I feel as though I should die to make up for it. Maybe she doesn't want to see me again. Maybe seeing me again would ruin her happy reunion with her family. It sounds nice, dying to make up for it. I feel guilty, and death feels appropriate. It doesn't help that dying now would be a simple task. Is drowning better than starving? In the freezing cold, is death easier?

I thought I would lose these thoughts now that I've left my home and grown up some. I guess not. If I fall asleep here, and if I die, I'd be all right with that. That would be the easiest of deaths, right?

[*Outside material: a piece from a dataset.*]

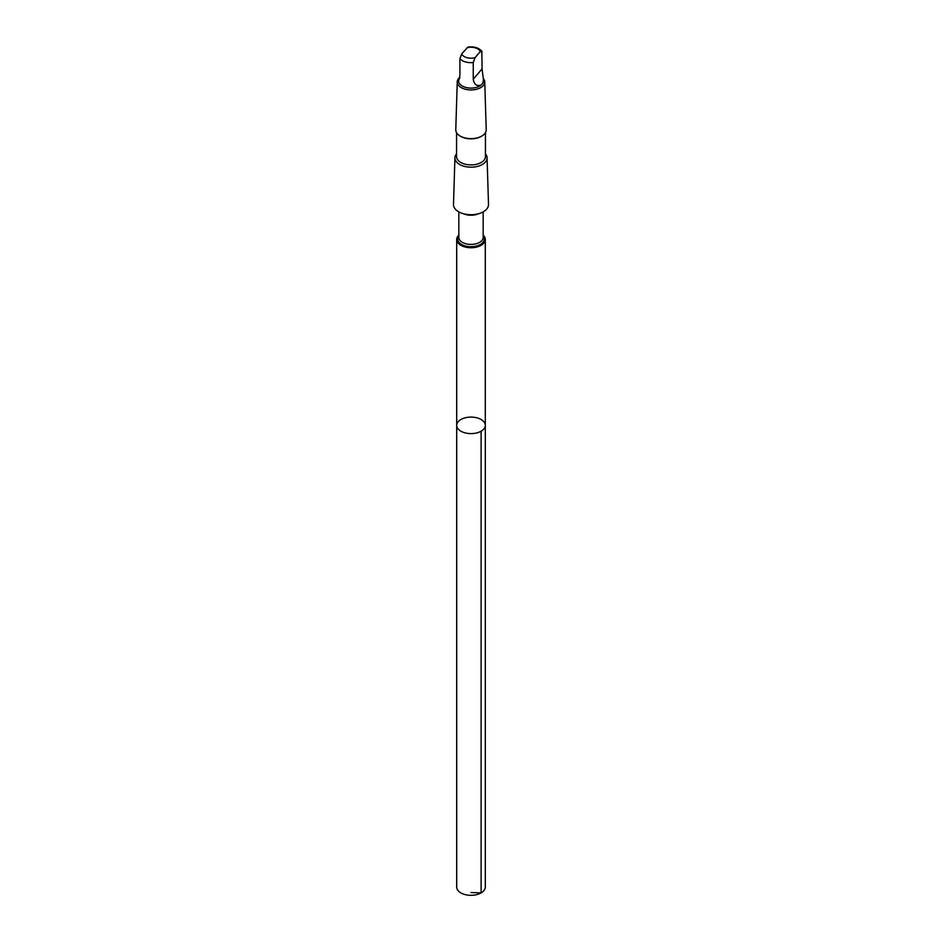 <?xml version="1.0" encoding="UTF-8"?>
<svg xmlns="http://www.w3.org/2000/svg" width="942" height="942" viewBox="0 0 942 942"><rect width="100%" height="100%" fill="white"/><g stroke="black" fill="none" stroke-linecap="round" stroke-linejoin="round"><path stroke-width="1.41" d="M459.555 430.294A14.307 8.254 180 0 1 456.693 425.348A14.307 8.254 180 0 1 471 417.094A14.307 8.254 180 0 1 485.307 425.348A14.307 8.254 180 0 1 475.51 433.19A14.307 8.254 180 0 1 459.555 430.294A14.307 8.254 180 0 1 456.693 425.348L456.693 887.07A14.307 8.254 0 0 0 459.543 892.015A14.307 8.254 0 0 0 475.522 894.9A14.307 8.254 0 0 0 485.307 887.07L485.307 425.348A14.307 8.254 180 0 1 475.51 433.19A14.307 8.254 180 0 1 459.555 430.294M482.869 83.061L483.446 79.999L482.092 68.884L481.809 51.103C478.418 47.618 473.791 46.276 467.95 47.1L461.721 53.859A9.491 5.475 0 0 0 463.405 55.99A9.491 5.475 0 0 0 475.051 57.662L473.249 62.549L473.249 79.21C474.109 84.521 476.746 86.464 481.174 85.051L482.869 83.061A12.446 7.183 0 0 0 483.446 80.918A12.446 7.183 0 0 0 483.434 80.565M482.092 52.234L480.279 51.563L475.051 57.662M458.836 235.159A14.307 8.254 0 0 0 456.693 239.504A14.307 8.254 0 0 0 459.555 244.449A14.307 8.254 0 0 0 475.51 247.334A14.307 8.254 0 0 0 485.307 239.504A14.307 8.254 0 0 0 483.164 235.159M456.552 153.829A16.085 9.279 0 0 0 454.927 157.738L453.491 204.438A17.509 10.103 0 0 0 456.988 210.678A17.509 10.103 0 0 0 476.676 214.175A17.509 10.103 0 0 0 488.509 204.438L487.073 157.738A16.085 9.279 0 0 0 485.448 153.829M454.927 157.738A16.085 9.279 0 0 0 458.13 163.461A16.085 9.279 0 0 0 476.216 166.687A16.085 9.279 0 0 0 487.073 157.738M456.552 132.645L456.552 156.572A14.448 8.337 0 0 0 459.437 161.565A14.448 8.337 0 0 0 475.557 164.485A14.448 8.337 0 0 0 485.448 156.572L485.448 132.645M460.52 136.249A14.448 8.337 0 0 0 460.779 136.402A14.448 8.337 0 0 0 481.221 136.402A14.448 8.337 0 0 0 481.48 136.249M459.778 77.397A13.765 7.948 0 0 0 457.247 81.848L455.775 129.713A15.225 8.784 0 0 0 458.813 135.142A15.225 8.784 0 0 0 460.238 136.084A15.225 8.784 0 0 0 481.762 136.084A15.225 8.784 0 0 0 486.225 129.713L484.753 81.848A13.765 7.948 0 0 0 483.364 78.504M457.247 81.848A13.765 7.948 0 0 0 459.979 86.746A13.765 7.948 0 0 0 475.463 89.502A13.765 7.948 0 0 0 484.753 81.848M459.743 77.609L458.554 80.918A12.446 7.183 0 0 0 461.038 85.216A12.446 7.183 0 0 0 481.174 85.051M459.131 78.763L459.908 75.407L459.908 58.745L461.721 53.859M471 892.51L481.115 892.898L481.115 431.189M480.279 51.563A9.491 5.475 0 0 0 466.949 47.759M458.836 235.912A13.306 7.677 0 0 0 460.355 243.637A13.306 7.677 0 0 0 477.724 245.662A13.306 7.677 0 0 0 483.164 235.912M458.836 211.891L458.836 237.419A12.164 7.018 0 0 0 461.262 241.623A12.164 7.018 0 0 0 474.839 244.072A12.164 7.018 0 0 0 483.164 237.419L483.164 211.891M463.546 213.763A12.164 7.018 0 0 0 478.454 213.763M459.908 58.745A12.446 7.183 0 0 0 473.249 62.549M473.249 79.21L482.092 68.884M483.446 79.999L483.446 80.918M456.693 239.504L456.693 425.348M485.307 239.504L485.307 425.348"/></g></svg>

The fog lifts and the sunlight peeks through the gray veil of clouds. It shines over the waxy red leaves that have gathered about me. The bark of the tree is cool and moist with dew--my hair also. This scene is too pleasant for me. In the distance, I can make out the vague silhouettes of tall buildings--much like the submerged towers of the town previous, except they appear better maintained. Probably, the city is inhabited.

This means, of course, another day on the road. This means, also, that I should have led that girl out of that decrepit little room. She could have lived. I kick up my rusting bike and roll it alongside me, as I traipse toward that little town. I allow her memory to weigh down my footsteps. Life goes on. And I will let it.